I’ve been looking for an online backup service for my home network (mix of linux and windows), and I thought SpiderOak was going to be the ticket. I tried it out for a few days but I’m disappointed by the experience.
I was pleased with the pricing ($10/mo for up to 100GB) and multi-platform support. There are other features, like multi-machine syncing and ‘ShareRoom’ public sharing that seem useful. But the product is has some glaring holes that make it unusable for me.
On windows, the client has to be running continuously for backups to occur, and it is both a memory and CPU hog — not something I want to leave running all the time. I was hoping for automatic setup as a service or something, or at least a very small-footprint process that runs continuously.
On linux, it’s the same story. Takes a lot of resources for what it does, plus it has to run continuously. It does provide a batch option (–batchmode) so you can call it via cron (same on windows). It’s not terribly surprising that I have to configure that, and it’s covered in the FAQs.
I was also disappointed that it automatically traversed mounted remote filesystems, including the sshfs mounts I maintain to my hosting provider and work. It was easy to de-select those from backup once I realized it (as long as I used the Advanced selection view), but it surprised me to find them in the backup set.
But the real issue that makes it a non-starter is security. The files are all encrypted in transit and in storage in the cloud, so that’s not the concern. The problem is that any files I backup on one machine are visible without a password (beyond the SpiderOak account password) on any other machine that uses the same account. So there’s no way I’ll use SpiderOak for my linux server system files and my personal stuff and have the client running on the kids’ computers as well.
I expect those problems will be solved at some point, and I’d be happy to try again. If I’m just missing something, I’d like to know that, too. But for now, I’ll continue to look and hope for an online backup service that works for heterogeneous home networks… And using dirvish to backup to external drives.
Regan | 06-Jan-11 at 5:00 am | Permalink
aha, it’s a bummer! it’s so painful when problems are endless. Actually, I faced a similar situation sometime back but I managed to come out it a friend’s help. I was looking for an online backup that works with my Mac and Windows. I found http://www.backuplineup.com that helped me narrow down my search.
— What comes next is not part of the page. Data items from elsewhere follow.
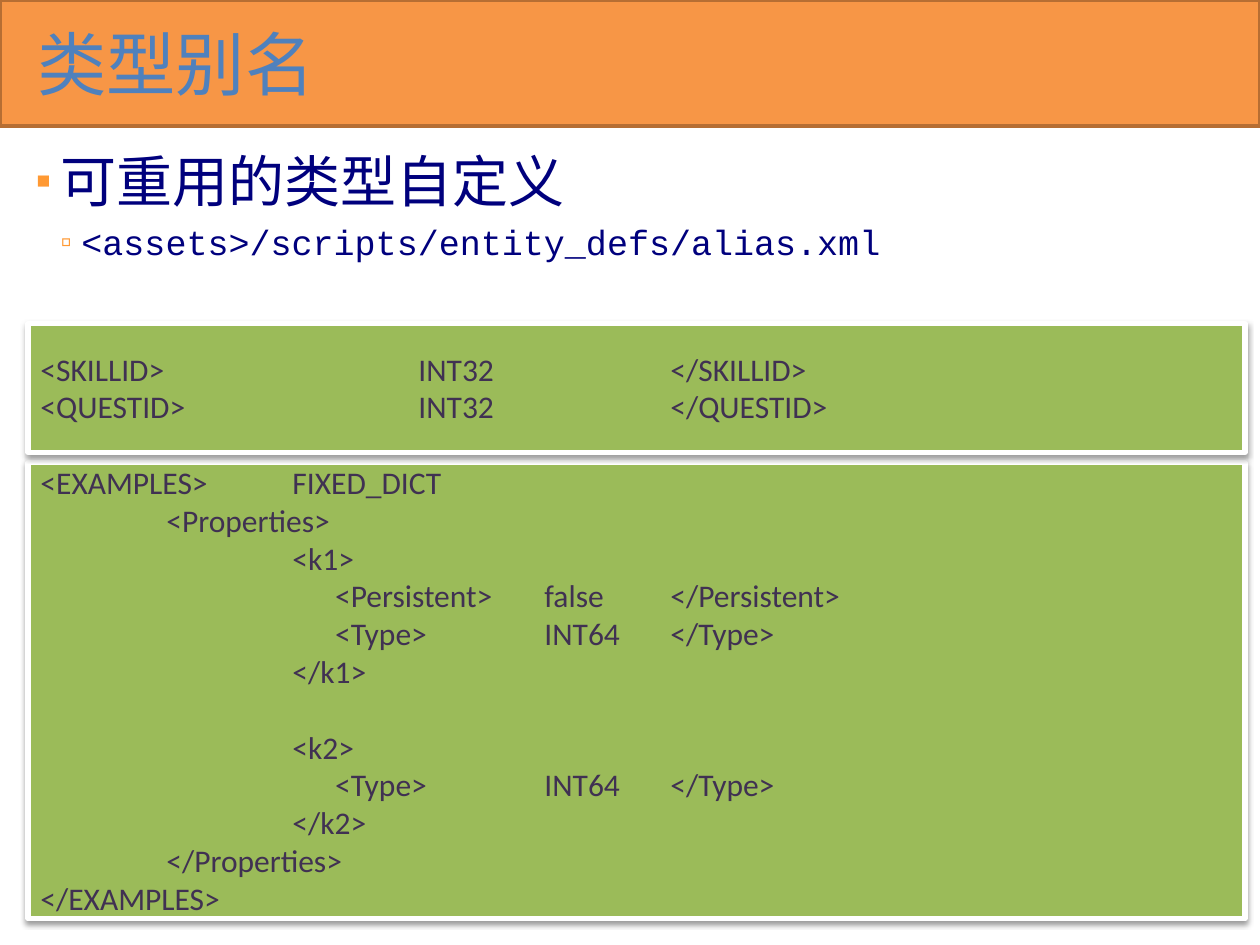
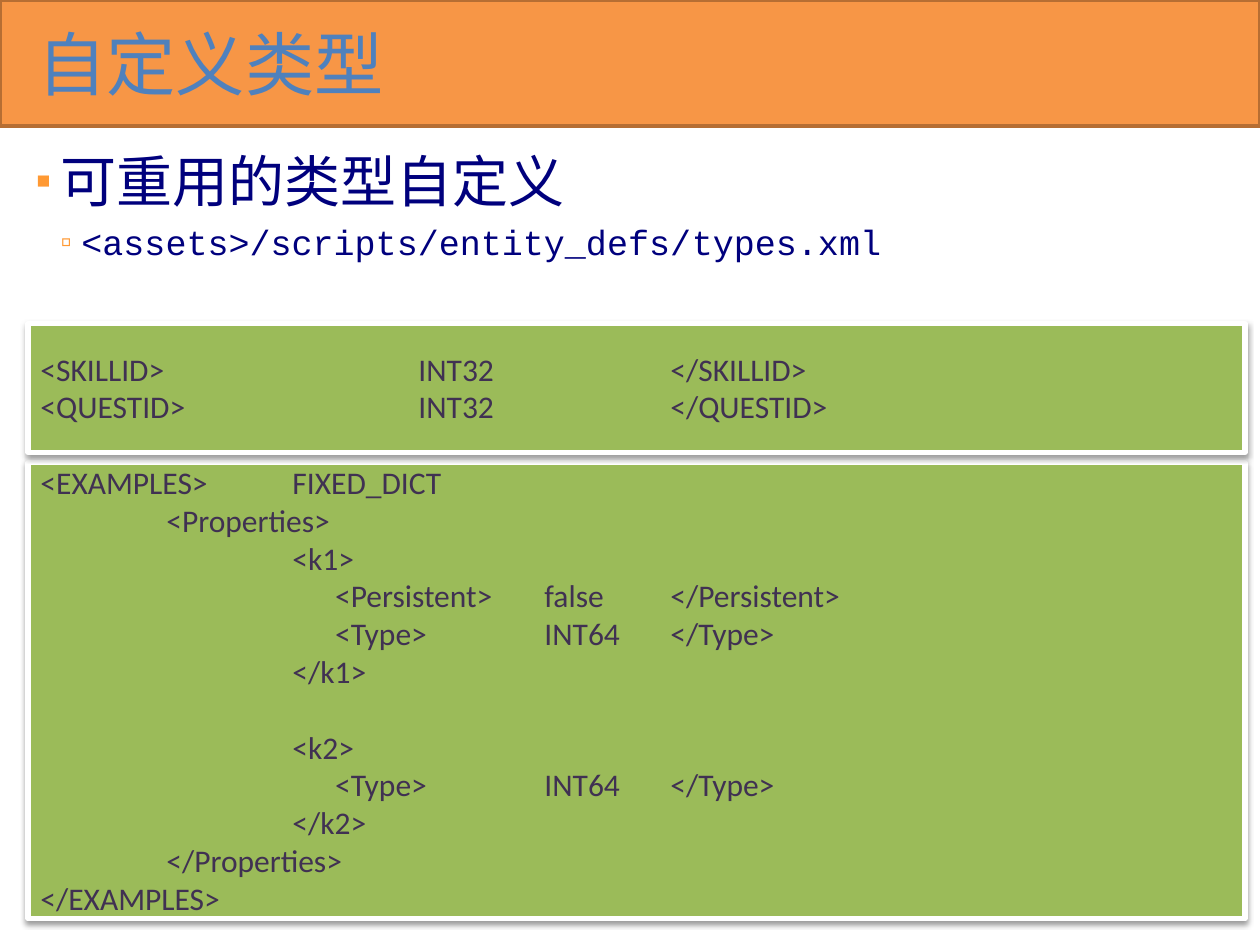
Before and after one commit to YaYunWang/ChessSoldier, a slide deck: slide 47 of server/docs/KBEngine overview(cn).pptx. Drawn at 1260x945 pixels with LibreOffice and Linux fonts; fonts in the diff are those of the drawing. Boxes give left, top, right and bottom in pixels: in the first picture for what was removed or moved away, otherwise in the second. Text is boxed around its words. In the diff, an @@ line names an element or a change of style, - is before the commit and + after.

```diff
--- a/server/docs/KBEngine overview(cn).pptx
+++ b/server/docs/KBEngine overview(cn).pptx
@@ title at [37,31,383,96]: text changed @@
-类型别名
+自定义类型
@@ text at [81,231,881,263]: text changed @@
-  ▫ <assets>/scripts/entity_defs/alias.xml
+  ▫ <assets>/scripts/entity_defs/types.xml
```
Also in this commit, not shown: 5 other files.
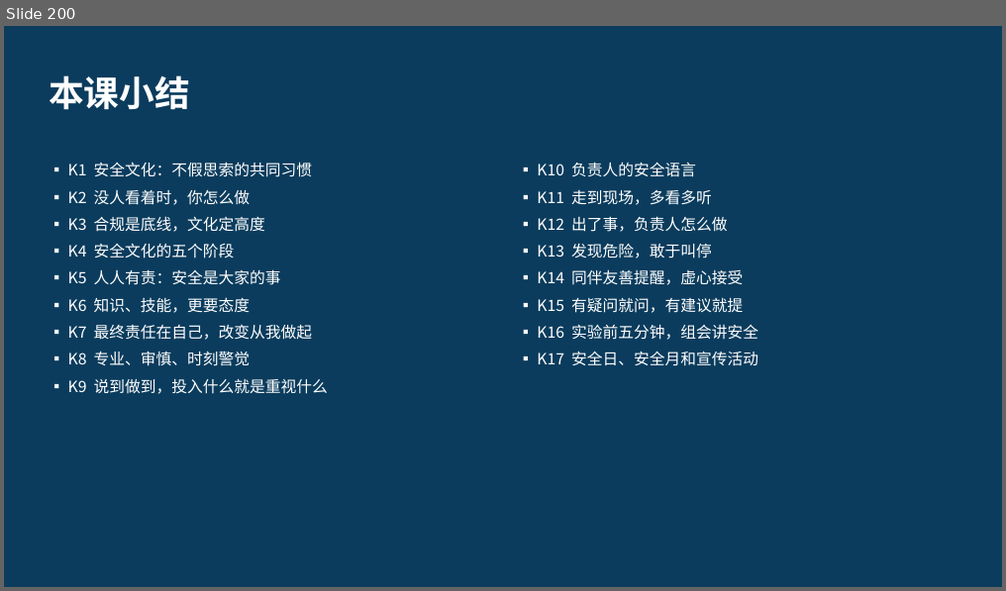
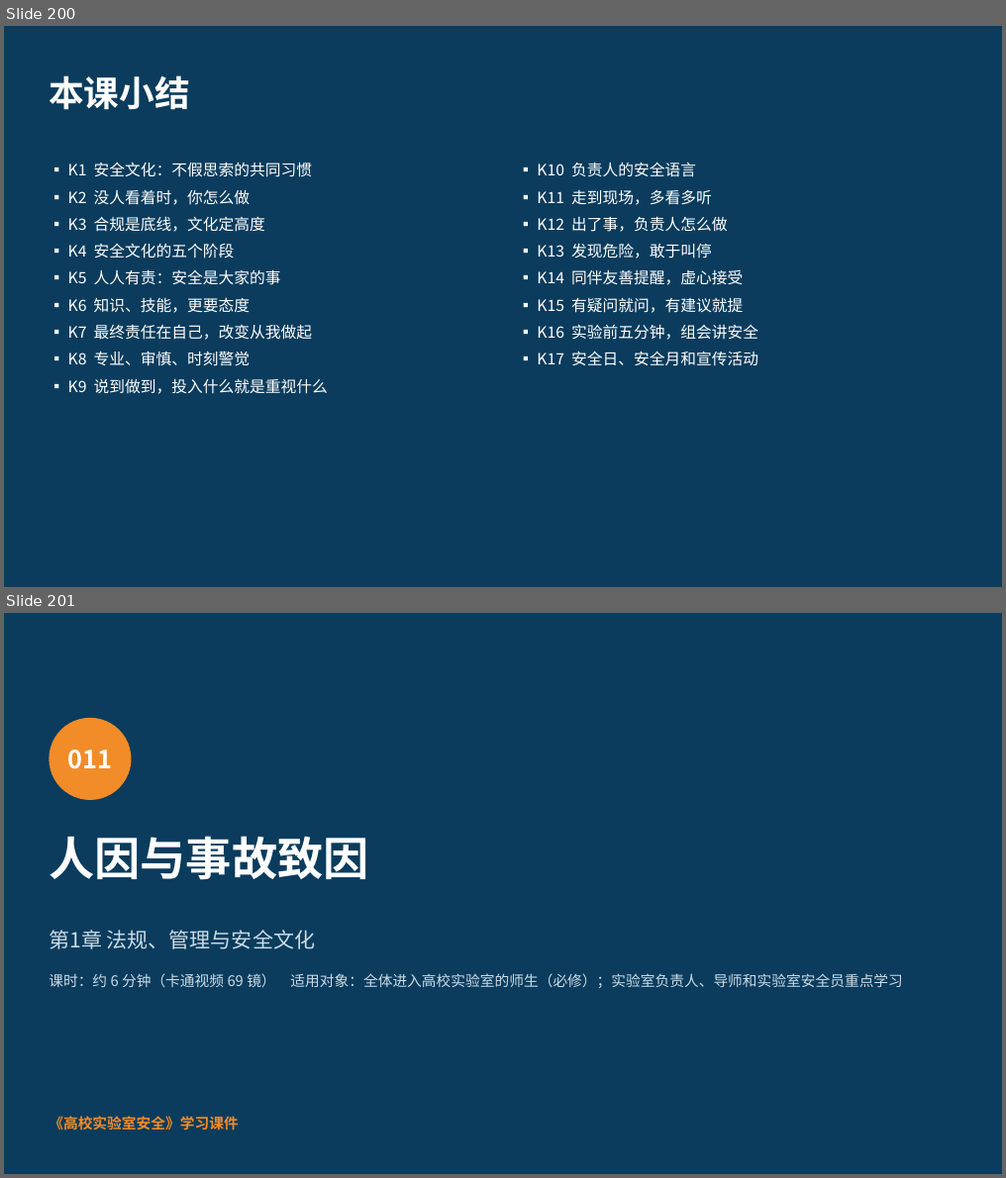
Before and after one commit to hanrongwx-max/videoyoutubo, a slide deck: course/高校实验室安全/课件/第1章_法规、管理与安全文化.pptx. Shown one above the other, each under a label of ours: slide 200 before the commit, slides 200 and 201 after it. The pictures are 1006x591 and 1006x1178 pixels, drawn with LibreOffice and Linux fonts; fonts in the diff are those of the drawing. Boxes give left, top, right and bottom in pixels: in the first picture for what was removed or moved away, otherwise in the second. Text is boxed around its words. In the diff, an @@ line names an element or a change of style, - is before the commit and + after.

```diff
--- a/course/高校实验室安全/课件/第1章_法规、管理与安全文化.pptx
+++ b/course/高校实验室安全/课件/第1章_法规、管理与安全文化.pptx
@@ slide 201 added at (4,613,1002,1174), background #0B3C5D @@
@@ ellipse added at (49,718,132,800), fill #F28C28 @@
@@ text added at (68,750,113,769), 24 pt, text #FFFFFF, bold @@
+011
@@ text added at (49,836,368,880), 44 pt, text #FFFFFF, bold @@
+人因与事故致因
@@ text added at (49,930,315,950), 20 pt, text #CADCE6 @@
+第1章 法规、管理与安全文化
@@ text added at (49,973,903,988), 14 pt, text #CADCE6 @@
+课时：约 6 分钟（卡通视频 69 镜） 适用对象：全体进入高校实验室的师生（必修）；实验室负责人、导师和实验室安全员重点学习
@@ text added at (49,1116,238,1131), 14 pt, text #F28C28, bold @@
+《高校实验室安全》学习课件
```
Also in this commit, not shown: 23 other slides added, 2 other files.
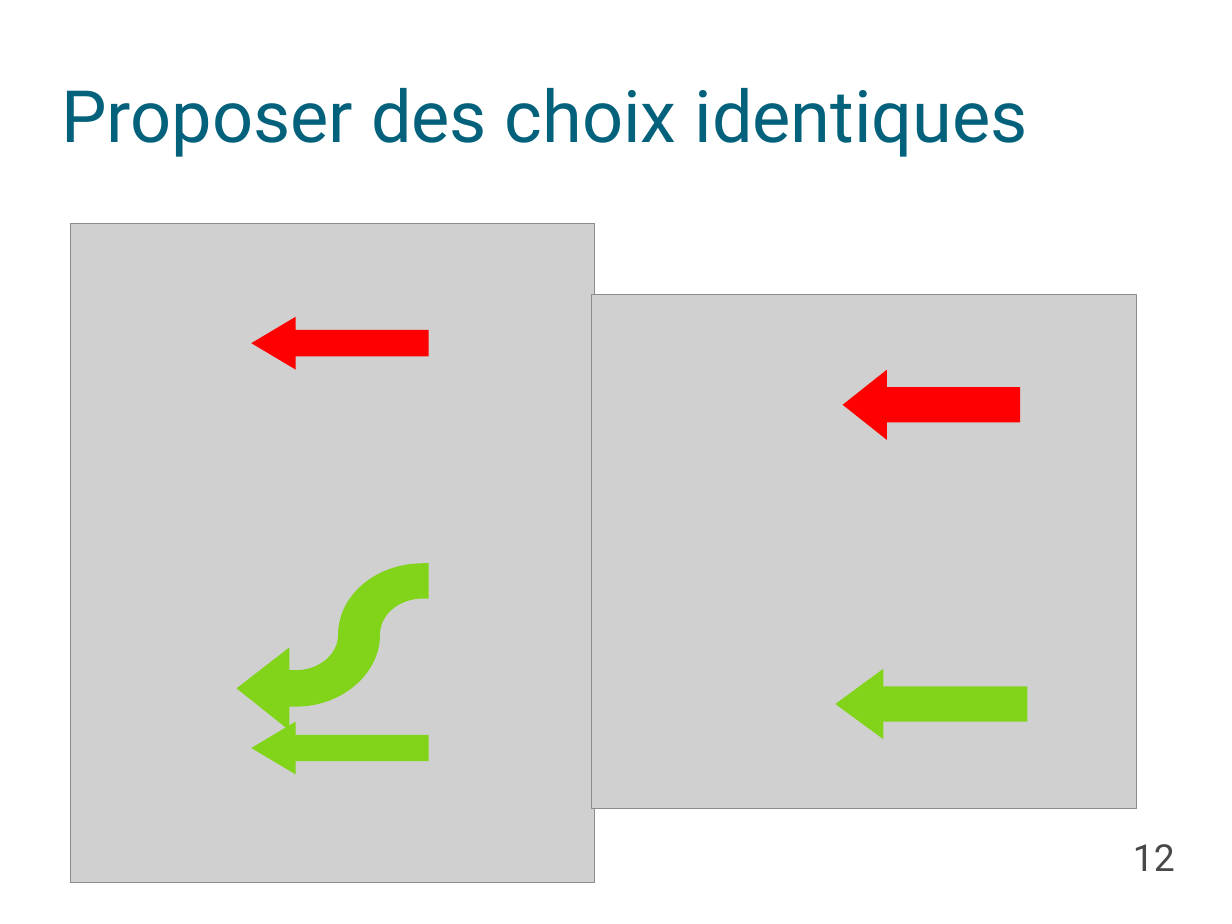
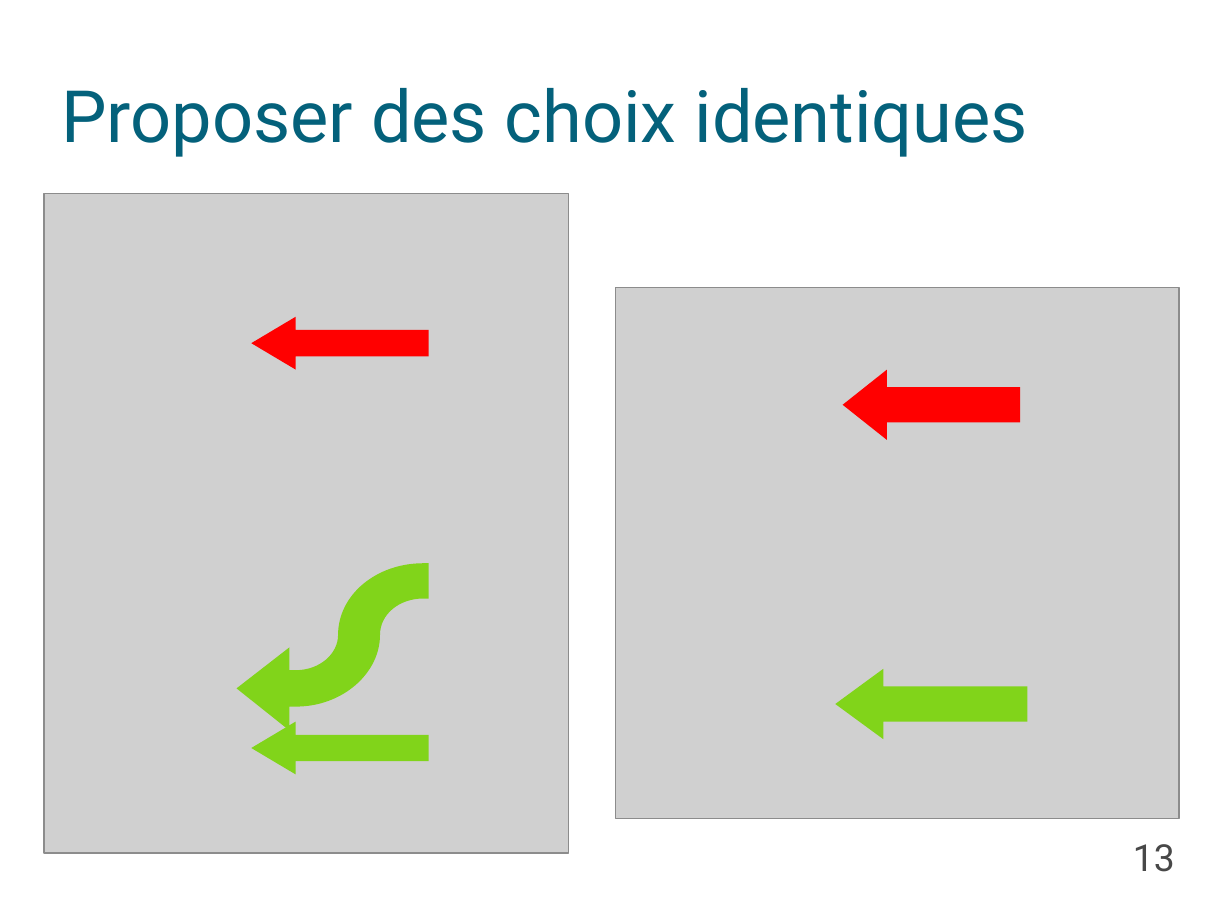
Before and after one commit to Triw-12/hanamikoji_solve, a slide deck: slide 13 of diaporama/Règles.odp (slide 12 before the commit). Drawn at 1232x924 pixels with LibreOffice and Linux fonts; fonts in the diff are those of the drawing; grey boxes stand for pictures; background and template pictures are left out. Boxes give left, top, right and bottom in pixels: in the first picture for what was removed or moved away, otherwise in the second. Text is boxed around its words. In the diff, an @@ line names an element or a change of style, - is before the commit and + after.

```diff
--- a/diaporama/Règles.odp
+++ b/diaporama/Règles.odp
@@ picture: place and size @@
-picture at (70, 224, 595, 883)
+picture at (44, 193, 568, 853)
@@ picture: place and size @@
-picture at (591, 295, 1137, 809)
+picture at (616, 288, 1179, 819)
@@ page number at (1133, 844, 1175, 872): text changed @@
-12
+13
```
Also in this commit, not shown: 4 other slides changed, 10 slides added, 3 other files.
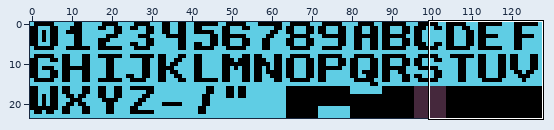
File history of a pixel-art file, img/font.aseprite. Above: a wide view before the commit, with the close-up outlined.
Close-up. Old version:
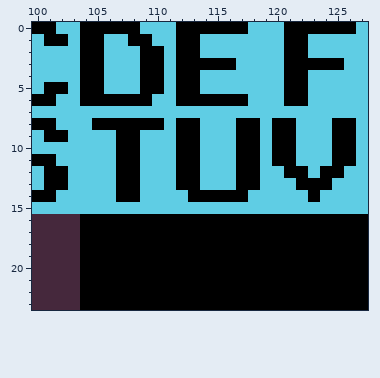
128x24 pixels, 1 frame. Shown: x 100..127, y 0..23. The commit also changed other parts of the picture, which this record leaves out.
Once edited:
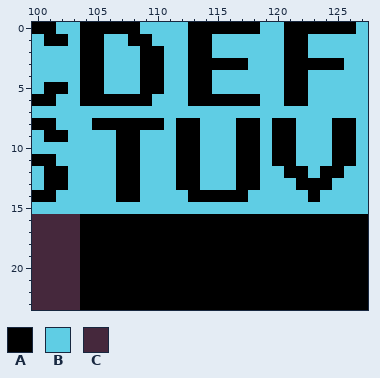
Palette (. is transparent): A #000000  B #5fcde4  C #45283c
Diff:
@@ x 110..120 @@
- 0 BBAAAAAABBB
- 1 BBAABBBBBBB
- 2 ABAABBBBBBB
- 3 ABAAAAABBBB
- 4 ABAABBBBBBB
- 5 ABAABBBBBBB
- 6 BBAAAAAABBB
+ 0 BBBAAAAAABB
+ 1 BBBAABBBBBB
+ 2 ABBAABBBBBB
+ 3 ABBAAAAABBB
+ 4 ABBAABBBBBB
+ 5 ABBAABBBBBB
+ 6 BBBAAAAAABB
  7 BBBBBBBBBBB

It has a list of popular online companies and also critically shows what each is best at doing. To my comparison, I picked Safecopybackup. Tried out the free 3GB account which worked so well for me and ordered for a paid account of 200GB for 50 bucks a year. You don’t have to pay for extra computers.
jeremy | 06-Jan-11 at 5:43 am | Permalink
Thanks for the tip. I looked at http://safecopybackup.com/ and it is Mac and PC only. I need linux support.
Silvia v.d.Laar | 06-Jan-11 at 11:05 am | Permalink
I found Updatestar Online Backup and very happy with this program: http://client.updatestar.com/de/onlinebackup/overview/
jeremy | 06-Jan-11 at 12:07 pm | Permalink
updatestar.com is Windows only. Leider geht dass nicht.
Anna, CloudBerry Lab | 10-Jan-11 at 6:30 am | Permalink
There is another option to backup data to cloud storage powered by Amazon S3. Check out CloudBerry Backup http://backup.cloudberrylab.com/ . It is onetime fee and the rest what you pay for Amazon S3. Besides, there is no proprietary data format and you can access your data using other Amazon s3 tools. Supports all Amazon S3 regions and Reduced Redundancy Storage.
jeremy | 10-Jan-11 at 9:22 am | Permalink
I should just mark these comments (updatestar and cloudberry) as spam, since you people obviously don’t bother to read the original post. I’m looking for a multi-platform solution, not windows-only.
Ramesh Karthik | 16-Jul-11 at 10:36 am | Permalink
I was about to give a try to this ervice when I came across your post.
> From their web site what I learn is that Spideroak can both backup as well as sync many systems. In order for sync to work it had to be this way.
Can you tell me whether you want a seperate process for sync as well as for backup?
I’m using a single system only. So, I might have misunderstood your please, If so please explain me
jeremy | 18-Jul-11 at 8:32 am | Permalink
@Ramesh: I have no need for a sync service, I’m only interested in a backup solution that works across all the systems in my home network.
himselfv | 29-May-13 at 2:37 pm | Permalink
So I’m not the first one who thought of this! Should have guessed, huh. I’m in the same boat; I mailed their support but got some generic “No, we can’t help you goodbye”. In the end, I’m just using two accounts, one for each security context. I figured I don’t really need to have backups synced to my home PC 24/7 (althought it would have been nice), and if I ever want to access those I can run another SpiderOak under a different user.